Article: Elaine H. Morrato, Benjamin Druss, Daniel M. Hartung, Robert J. Valuck, Richard Allen, Elizabeth Campagna, and John W. Newcomer. (2010). Metabolic Testing Rates in 3 State Medicaid Programs After FDA Warnings and ADA/APA Recommendations for Second-Generation Antipsychotic Drugs. Archives of General Psychiatry, 67, 17-24.
I have a sense that people outside of health care have trouble understanding insiders when the latter complain about the quality of health care. After all, the clinics are gleaming, they house big sleek machines, and a single procedure can generate a bill like the sticker on a Lexus. We would seem to be discussing a high end product, no?
This elegant study tells a different story. The study is about metabolic testing of patients receiving second-generation antipsychotic drugs. These drugs (e.g., olanzapine) are used to treat schizophrenia and other dire mental illnesses. They are widely used because first generation drugs (e.g., Haldol) have severe side effects, including restlessness, body tremors, and facial tics. The tragedy of serious mental illness is that part of what you see is actually the side effects of treatment. The second-generation drugs are thought to have less risk of producing these effects. Unfortunately, the second-generation drugs often have a different set of severe side effects: weight gain, hyperglycemia, and increased risk of diabetes. These side effects led the FDA to send a letter warning all physicians and recommending that they order metabolic tests to check for these effects in patients taking second generation antidepressants.
So Morrato et al. set out to see whether the FDA warning led to a change in the rates at which Medicaid patients received metabolic testing. Because the effects serious psychotic illnesses are so disabling, many patients are destitute and have care that is paid for through Medicaid. Therefore, the researchers expected that Medicaid records would show an increase in metabolic testing following the date of the letter. But, essentially nothing happened. Psychiatrists didn't increase their testing. Oddly, however, there was a change in the prescribing practices of psychiatrists. They shifted toward a drug that is thought to have less severe metabolic risks.
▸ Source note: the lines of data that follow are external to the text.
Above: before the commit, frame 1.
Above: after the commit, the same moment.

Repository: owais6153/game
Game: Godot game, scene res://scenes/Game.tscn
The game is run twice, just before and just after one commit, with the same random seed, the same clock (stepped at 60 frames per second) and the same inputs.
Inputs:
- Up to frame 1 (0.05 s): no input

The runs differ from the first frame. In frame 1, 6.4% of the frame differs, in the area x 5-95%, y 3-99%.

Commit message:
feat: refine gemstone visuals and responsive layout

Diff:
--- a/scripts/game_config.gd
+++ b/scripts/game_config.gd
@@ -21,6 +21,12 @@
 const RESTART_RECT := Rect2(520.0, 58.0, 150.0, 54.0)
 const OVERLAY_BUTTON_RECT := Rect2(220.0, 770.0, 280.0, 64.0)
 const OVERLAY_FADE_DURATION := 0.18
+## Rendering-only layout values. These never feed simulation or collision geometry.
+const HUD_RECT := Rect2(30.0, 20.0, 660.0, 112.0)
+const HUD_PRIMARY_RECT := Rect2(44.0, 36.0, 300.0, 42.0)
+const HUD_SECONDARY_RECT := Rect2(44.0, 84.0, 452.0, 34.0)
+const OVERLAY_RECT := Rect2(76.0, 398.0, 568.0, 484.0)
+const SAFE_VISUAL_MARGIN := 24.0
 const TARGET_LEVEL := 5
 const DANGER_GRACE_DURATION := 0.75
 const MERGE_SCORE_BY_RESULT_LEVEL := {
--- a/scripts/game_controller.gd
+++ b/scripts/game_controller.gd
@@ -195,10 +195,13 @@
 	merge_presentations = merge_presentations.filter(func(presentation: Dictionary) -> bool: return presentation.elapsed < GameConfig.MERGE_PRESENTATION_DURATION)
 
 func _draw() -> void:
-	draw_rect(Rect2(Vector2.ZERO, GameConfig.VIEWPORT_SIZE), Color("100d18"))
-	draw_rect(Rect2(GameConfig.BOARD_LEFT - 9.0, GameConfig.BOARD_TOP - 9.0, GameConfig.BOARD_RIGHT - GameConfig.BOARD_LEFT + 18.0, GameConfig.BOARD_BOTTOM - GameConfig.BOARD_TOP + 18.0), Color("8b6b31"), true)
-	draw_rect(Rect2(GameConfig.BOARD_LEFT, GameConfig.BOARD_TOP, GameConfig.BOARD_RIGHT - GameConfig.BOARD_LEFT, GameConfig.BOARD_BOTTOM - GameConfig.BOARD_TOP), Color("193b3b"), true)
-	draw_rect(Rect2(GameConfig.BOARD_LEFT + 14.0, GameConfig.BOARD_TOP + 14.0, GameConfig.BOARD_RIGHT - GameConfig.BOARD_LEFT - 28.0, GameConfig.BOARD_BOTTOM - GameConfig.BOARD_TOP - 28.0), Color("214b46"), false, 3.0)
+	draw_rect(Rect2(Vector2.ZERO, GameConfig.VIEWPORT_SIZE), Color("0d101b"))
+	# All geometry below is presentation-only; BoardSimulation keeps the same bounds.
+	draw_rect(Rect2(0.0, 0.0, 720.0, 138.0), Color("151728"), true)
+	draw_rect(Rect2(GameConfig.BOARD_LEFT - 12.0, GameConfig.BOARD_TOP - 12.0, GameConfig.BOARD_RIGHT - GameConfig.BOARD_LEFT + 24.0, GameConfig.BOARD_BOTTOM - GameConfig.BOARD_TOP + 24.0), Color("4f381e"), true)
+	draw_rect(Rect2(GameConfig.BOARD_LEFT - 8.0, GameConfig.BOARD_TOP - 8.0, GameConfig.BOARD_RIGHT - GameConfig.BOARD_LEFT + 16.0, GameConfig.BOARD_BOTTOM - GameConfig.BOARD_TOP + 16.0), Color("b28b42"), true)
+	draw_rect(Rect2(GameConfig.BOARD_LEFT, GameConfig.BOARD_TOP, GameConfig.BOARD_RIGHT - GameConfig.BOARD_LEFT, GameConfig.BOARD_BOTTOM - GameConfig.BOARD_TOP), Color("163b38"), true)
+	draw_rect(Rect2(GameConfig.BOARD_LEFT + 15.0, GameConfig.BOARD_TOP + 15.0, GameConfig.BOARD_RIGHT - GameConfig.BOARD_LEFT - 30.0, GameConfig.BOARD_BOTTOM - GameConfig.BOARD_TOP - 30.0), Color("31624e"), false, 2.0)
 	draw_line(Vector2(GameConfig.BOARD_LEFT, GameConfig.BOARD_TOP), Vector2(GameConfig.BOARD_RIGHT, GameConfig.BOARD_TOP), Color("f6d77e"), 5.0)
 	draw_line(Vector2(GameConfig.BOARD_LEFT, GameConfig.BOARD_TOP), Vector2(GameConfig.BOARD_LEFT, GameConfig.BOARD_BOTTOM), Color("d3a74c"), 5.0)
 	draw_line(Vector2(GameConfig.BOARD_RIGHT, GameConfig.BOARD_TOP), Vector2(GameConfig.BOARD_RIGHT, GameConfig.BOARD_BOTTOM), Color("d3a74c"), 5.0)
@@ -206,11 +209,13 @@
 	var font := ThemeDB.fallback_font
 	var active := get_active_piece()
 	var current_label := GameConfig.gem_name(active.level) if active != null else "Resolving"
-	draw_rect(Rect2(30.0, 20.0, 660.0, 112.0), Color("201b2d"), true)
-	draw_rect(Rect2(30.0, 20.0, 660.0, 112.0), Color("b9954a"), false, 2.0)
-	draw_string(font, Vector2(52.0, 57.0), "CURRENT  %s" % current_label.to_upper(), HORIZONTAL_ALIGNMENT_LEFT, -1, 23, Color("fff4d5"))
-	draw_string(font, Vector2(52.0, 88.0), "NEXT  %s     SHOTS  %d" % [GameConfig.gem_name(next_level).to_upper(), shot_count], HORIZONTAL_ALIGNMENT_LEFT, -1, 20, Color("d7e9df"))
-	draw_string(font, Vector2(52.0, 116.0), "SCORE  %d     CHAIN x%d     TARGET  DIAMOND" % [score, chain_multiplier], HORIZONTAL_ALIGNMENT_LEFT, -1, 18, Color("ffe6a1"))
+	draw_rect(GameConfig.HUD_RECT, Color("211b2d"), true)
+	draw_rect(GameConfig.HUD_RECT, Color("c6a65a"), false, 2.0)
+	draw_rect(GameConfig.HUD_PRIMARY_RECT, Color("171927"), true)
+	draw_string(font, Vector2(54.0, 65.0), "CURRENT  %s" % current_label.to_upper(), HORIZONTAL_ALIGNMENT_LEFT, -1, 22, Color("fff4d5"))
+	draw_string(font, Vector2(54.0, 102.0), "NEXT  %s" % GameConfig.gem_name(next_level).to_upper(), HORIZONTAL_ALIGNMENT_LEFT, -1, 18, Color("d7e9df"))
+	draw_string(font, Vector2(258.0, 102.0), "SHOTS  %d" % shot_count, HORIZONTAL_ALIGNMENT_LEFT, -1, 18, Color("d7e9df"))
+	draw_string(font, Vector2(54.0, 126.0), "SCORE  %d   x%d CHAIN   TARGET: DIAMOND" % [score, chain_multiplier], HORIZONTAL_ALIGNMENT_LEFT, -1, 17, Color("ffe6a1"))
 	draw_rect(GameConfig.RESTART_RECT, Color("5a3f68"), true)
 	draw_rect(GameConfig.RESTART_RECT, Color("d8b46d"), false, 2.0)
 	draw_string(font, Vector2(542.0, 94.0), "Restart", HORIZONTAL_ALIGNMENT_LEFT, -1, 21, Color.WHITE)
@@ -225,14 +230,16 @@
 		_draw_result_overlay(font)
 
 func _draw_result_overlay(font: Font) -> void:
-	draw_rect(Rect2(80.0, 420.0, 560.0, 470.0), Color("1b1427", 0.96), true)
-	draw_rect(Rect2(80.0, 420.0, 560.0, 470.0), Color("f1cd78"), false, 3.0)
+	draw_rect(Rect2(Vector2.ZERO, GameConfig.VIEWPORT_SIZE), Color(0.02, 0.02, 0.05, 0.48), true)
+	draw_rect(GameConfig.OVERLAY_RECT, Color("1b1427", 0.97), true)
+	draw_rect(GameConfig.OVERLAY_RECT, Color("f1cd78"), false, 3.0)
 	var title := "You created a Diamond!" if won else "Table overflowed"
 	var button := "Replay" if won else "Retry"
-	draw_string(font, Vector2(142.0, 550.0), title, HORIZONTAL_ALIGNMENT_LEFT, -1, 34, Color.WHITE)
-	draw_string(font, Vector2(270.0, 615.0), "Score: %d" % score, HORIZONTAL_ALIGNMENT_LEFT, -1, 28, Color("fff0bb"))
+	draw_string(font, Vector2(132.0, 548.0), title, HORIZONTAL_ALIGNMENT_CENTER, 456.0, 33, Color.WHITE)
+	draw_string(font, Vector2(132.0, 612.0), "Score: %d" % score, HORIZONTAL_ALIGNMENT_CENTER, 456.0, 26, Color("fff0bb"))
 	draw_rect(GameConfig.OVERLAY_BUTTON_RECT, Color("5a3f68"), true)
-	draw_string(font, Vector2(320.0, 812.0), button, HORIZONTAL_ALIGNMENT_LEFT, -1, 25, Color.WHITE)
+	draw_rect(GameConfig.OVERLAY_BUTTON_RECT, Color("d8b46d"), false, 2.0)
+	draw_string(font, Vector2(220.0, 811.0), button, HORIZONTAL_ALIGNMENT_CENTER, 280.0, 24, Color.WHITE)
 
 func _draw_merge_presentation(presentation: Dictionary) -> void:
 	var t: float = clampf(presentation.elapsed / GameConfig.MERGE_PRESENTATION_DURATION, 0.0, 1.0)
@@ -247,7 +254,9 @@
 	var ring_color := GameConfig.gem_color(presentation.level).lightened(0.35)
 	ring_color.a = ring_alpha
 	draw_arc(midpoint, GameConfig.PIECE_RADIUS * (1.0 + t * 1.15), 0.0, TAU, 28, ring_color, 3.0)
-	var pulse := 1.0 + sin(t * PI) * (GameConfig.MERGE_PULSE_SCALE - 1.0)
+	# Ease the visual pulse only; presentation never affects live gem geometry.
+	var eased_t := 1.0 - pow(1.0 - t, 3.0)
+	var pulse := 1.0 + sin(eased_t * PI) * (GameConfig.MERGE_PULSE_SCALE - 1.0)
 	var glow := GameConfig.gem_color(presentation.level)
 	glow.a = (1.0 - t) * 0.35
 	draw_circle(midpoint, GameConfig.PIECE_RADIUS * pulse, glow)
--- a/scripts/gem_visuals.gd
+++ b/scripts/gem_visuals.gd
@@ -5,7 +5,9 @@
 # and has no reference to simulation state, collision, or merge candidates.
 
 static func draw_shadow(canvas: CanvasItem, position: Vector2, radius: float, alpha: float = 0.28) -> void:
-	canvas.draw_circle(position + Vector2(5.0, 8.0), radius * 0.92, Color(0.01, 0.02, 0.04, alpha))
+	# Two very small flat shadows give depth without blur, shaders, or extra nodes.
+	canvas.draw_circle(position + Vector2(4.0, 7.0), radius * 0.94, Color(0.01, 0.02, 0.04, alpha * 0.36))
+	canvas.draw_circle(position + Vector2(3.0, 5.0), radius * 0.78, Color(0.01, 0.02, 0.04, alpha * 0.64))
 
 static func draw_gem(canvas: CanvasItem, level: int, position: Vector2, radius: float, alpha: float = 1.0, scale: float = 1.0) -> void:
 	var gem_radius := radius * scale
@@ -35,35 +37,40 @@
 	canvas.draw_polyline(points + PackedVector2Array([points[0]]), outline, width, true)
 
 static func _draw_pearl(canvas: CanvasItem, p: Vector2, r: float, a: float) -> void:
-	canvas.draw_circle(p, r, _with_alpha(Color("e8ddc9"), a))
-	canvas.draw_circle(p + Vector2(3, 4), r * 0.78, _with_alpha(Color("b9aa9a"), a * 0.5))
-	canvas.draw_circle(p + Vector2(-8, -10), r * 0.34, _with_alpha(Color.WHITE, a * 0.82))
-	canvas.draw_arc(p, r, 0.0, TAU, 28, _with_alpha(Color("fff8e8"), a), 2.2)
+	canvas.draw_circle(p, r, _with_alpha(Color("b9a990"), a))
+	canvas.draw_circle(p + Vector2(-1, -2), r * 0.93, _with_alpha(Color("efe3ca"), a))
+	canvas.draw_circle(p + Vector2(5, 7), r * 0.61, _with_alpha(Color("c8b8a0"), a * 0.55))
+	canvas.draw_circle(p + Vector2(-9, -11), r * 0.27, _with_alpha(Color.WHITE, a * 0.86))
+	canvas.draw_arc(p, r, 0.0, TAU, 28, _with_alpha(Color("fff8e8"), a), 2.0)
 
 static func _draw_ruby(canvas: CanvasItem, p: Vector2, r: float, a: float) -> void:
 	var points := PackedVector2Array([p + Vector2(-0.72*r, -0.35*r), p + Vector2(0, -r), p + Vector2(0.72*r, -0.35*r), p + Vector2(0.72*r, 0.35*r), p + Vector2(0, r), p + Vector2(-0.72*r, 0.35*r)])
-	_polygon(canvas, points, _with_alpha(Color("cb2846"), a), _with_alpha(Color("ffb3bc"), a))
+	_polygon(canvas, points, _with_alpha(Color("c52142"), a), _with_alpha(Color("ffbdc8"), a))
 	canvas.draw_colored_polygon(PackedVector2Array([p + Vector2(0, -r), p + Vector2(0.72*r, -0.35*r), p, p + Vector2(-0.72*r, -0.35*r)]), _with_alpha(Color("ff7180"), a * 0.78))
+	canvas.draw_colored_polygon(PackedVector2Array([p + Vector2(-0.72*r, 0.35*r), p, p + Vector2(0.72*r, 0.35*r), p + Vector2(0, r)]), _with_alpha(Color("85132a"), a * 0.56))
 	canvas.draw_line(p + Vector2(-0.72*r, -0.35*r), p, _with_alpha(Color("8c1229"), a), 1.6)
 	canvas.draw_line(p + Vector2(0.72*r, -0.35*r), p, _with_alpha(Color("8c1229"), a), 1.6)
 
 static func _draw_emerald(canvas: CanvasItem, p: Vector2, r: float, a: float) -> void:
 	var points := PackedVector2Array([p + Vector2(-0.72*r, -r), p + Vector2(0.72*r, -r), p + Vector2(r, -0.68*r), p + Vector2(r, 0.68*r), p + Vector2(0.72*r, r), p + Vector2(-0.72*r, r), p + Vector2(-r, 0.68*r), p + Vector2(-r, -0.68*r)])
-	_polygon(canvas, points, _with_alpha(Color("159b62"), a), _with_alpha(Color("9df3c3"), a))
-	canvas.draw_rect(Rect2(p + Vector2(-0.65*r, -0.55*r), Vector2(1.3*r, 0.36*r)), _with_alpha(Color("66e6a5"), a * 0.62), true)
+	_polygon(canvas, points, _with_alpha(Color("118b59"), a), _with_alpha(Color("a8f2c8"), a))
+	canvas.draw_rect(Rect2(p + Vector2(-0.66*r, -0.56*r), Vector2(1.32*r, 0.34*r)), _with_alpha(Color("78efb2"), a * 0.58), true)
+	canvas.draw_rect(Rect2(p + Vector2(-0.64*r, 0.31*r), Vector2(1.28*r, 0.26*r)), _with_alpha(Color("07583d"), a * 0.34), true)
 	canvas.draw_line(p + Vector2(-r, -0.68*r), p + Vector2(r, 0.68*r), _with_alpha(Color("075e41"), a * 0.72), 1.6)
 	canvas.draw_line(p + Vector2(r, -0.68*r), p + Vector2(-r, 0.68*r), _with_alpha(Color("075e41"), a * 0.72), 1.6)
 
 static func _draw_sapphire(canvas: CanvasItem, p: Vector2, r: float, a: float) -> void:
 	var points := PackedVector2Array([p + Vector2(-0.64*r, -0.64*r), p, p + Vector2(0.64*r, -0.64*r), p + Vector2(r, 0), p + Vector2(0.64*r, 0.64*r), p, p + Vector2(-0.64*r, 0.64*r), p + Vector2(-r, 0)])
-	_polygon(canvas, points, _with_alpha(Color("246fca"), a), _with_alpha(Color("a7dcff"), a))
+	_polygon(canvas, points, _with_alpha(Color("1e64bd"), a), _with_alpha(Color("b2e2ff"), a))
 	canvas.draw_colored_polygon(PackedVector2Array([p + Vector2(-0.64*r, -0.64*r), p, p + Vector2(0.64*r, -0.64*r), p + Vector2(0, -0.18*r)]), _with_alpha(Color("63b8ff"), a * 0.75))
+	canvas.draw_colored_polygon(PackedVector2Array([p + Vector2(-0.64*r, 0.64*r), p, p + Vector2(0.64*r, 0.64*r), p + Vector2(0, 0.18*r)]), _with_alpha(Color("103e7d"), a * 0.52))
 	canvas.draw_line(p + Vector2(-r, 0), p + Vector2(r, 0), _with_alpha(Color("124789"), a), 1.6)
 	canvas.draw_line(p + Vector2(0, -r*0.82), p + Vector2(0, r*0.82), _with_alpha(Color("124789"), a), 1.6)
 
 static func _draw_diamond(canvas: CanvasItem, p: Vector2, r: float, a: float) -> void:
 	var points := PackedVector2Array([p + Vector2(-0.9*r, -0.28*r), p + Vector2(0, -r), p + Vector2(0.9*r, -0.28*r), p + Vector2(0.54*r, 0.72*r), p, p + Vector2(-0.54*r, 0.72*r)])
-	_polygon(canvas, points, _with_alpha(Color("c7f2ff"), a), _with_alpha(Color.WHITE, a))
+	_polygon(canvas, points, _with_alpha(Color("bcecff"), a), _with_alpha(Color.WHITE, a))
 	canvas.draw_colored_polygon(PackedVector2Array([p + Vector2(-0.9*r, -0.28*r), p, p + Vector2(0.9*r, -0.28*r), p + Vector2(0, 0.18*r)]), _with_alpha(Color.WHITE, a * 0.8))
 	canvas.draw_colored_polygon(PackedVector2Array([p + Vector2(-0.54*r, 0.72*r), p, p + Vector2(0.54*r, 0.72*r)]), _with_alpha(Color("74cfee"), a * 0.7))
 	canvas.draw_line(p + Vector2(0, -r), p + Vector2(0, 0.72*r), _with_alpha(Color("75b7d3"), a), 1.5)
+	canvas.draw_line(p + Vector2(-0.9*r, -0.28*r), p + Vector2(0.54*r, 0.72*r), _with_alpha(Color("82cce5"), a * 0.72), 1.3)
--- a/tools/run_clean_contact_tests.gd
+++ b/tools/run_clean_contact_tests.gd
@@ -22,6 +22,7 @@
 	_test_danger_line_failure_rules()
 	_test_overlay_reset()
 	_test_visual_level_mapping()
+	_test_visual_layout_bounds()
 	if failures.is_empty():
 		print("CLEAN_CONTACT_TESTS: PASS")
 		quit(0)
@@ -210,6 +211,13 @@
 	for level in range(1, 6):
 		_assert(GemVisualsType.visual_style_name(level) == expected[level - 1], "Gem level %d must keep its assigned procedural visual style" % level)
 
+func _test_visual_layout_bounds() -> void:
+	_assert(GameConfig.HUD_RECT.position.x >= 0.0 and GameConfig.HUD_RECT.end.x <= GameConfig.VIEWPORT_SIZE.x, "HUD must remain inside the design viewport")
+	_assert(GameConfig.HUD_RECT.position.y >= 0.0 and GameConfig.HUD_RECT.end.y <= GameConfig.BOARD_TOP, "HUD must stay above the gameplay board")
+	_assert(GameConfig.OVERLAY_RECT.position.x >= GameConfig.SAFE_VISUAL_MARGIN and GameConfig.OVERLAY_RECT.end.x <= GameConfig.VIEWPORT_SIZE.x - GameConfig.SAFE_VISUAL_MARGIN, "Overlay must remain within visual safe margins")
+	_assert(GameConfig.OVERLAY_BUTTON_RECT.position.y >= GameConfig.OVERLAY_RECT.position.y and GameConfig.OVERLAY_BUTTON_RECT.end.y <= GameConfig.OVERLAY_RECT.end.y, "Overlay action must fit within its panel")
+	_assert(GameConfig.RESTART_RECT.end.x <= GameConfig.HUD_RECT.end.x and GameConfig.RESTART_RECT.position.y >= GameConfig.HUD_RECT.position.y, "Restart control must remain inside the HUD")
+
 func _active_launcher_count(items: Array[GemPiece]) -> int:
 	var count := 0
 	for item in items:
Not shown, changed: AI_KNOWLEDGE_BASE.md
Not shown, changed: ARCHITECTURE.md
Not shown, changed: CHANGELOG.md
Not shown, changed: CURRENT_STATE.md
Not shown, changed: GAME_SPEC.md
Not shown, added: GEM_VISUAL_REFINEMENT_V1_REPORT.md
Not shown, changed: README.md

Why didn't psychiatrists order metabolic tests? It is not, clearly, that they were unaware of the problem, because it was widely publicized, their patients were rapidly gaining weight right before their eyes, and the FDA notice seemed to cause a modest shift toward a less risky medication. I think the problem is in what psychiatrists do, which is write prescriptions for psychoactive medications -- and apparently, almost nothing else. They can't, in general, run these tests in their offices. They could, of course, have written orders for metabolic tests to be run elsewhere. However, that would require the patients to take them somewhere to get the testing done at a lab that might, or might not, ever let the psychiatrist know the result. It doubtlessly seemed pointless, so the orders were probably rarely written or followed. The systemic problem, then, seems to be that psychiatrists seem to have only one lever in the health care system, psychopharmacology, and can't or won't do anything else. We will need to reengineer the system. A letter from the FDA will not do the trick.